The EU's support for mine action
The EU and its Member States are top donors for mine action to address the threat of mines and explosive remnants of war. Between 2012 and 2016 EU institutions funded mine action for almost €300 million worldwide. EU assistance covers all key aspects – mine clearance, risk education, victim assistance, stockpile destruction and capacity building – and benefits nearly all heavily affected countries, including Chad, Colombia, Croatia, Iraq, Lao PDR, Lebanon, Libya, Myanmar, Syria and Ukraine.
Download the brochure on The European Union's support for Mine Action across the World by clicking on the image below.
To retain its commitment to the fighting of this global threat, the EU is using various instruments. About one third of EU support for mine action is provided through the Commission's Instrument contributing to Stability and Peace (IcSP). The IcSP is a financing instrument specifically designed to respond quickly and flexibly to conflicts and crisis around the world. Mine action programmes are financed under the Article 3 of the IcSP governed by the Commission's Foreign Policy Instruments (FPI). Article 3 covers assistance in response to situations of crisis or emerging crisis to prevent conflicts. EU assistance under the IcSP is provided only to the extent that an adequate and effective response cannot be provided under other financing instruments.
When addressing mines and explosive remnants of war is part of the national development plan or other longer-term strategy or programme of a mine-affected country, EU mine action can be funded through geographic instruments, such as the Development Cooperation Instrument (DCI) or the European Development Fund (EDF) that fall under the Commission's DG DEVCO and the European Neighbourhood Instrument (ENI) or the Instrument for Pre-accession Assistance (IPA) that fall under the Commission's DG NEAR, depending on the country in question. Also EU Regional Trust Funds can support mine action.
In humanitarian crisis situations the Commission's DG ECHO funds mine action as part of its overall support to the protection of civilians. Such assistance may be provided on the basis of identified needs and in line with the fundamental humanitarian principles. This may include funding for humanitarian demining, assistance to victims and mine risk education.
Through the EU Framework Programme for Research and Innovation the Commission provides funds for research and development with regard to methods and technologies for mine detection and clearance.
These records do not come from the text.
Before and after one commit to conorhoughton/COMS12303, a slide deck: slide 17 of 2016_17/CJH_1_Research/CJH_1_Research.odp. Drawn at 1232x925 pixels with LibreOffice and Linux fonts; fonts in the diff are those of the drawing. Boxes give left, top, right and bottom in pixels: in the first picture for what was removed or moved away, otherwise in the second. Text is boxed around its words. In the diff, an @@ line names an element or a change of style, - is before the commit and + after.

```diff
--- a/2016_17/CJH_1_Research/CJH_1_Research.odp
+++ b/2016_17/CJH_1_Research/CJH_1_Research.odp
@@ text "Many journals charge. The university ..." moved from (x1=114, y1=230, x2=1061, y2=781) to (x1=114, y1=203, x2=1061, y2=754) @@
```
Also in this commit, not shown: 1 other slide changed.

Mine action is also funded within the EU through financial instruments such as the European Agricultural Fund for Rural Development (EAFRD) and European Territorial Cooperation (Interreg). For this assistance Croatia is the main recipient.
EU Delegations in mine-affected third countries have an important role in the planning and allocation of EU funding for mine action. They are in contact with the authorities and local stakeholders and are well placed to connect local mine action needs with the most suitable EU-funded instrument.
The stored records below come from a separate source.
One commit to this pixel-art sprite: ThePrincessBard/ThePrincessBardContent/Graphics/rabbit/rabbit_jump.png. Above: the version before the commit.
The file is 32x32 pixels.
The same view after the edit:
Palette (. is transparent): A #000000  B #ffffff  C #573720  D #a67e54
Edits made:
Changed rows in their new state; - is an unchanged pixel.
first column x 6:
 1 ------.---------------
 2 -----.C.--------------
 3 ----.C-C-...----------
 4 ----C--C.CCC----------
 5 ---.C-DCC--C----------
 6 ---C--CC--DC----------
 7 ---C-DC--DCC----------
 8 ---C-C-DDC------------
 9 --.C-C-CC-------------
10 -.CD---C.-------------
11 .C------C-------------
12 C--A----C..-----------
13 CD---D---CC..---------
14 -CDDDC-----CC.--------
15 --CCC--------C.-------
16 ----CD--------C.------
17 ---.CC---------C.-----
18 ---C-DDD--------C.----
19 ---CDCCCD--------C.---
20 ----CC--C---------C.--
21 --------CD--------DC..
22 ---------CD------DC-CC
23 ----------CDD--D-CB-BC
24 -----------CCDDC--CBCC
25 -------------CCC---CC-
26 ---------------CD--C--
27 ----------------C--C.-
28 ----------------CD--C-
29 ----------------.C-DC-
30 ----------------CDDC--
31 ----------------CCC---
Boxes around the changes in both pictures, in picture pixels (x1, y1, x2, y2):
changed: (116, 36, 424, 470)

The Council of the EU adopts Decisions to support the implementation and the universalisation of the Ottawa Convention. They are financed from the EU budget for the Common Foreign and Security Policy (CFSP). The European External Action Service (EEAS) supports the High Representative in fulfilling her mandates including by preparing the EU's participation to multilateral meetings. The EEAS also sets up EU mine action interagency coordination meetings and compiles information about EU-funded mine action.
Many EU Member States also support mine action on a bilateral basis. In the period 2012-2016, EU Member States supported mine action with more than EUR 300 million according to the Organisation for Economic Cooperation and Development (OECD) and the Landmine and Cluster Munition Monitor.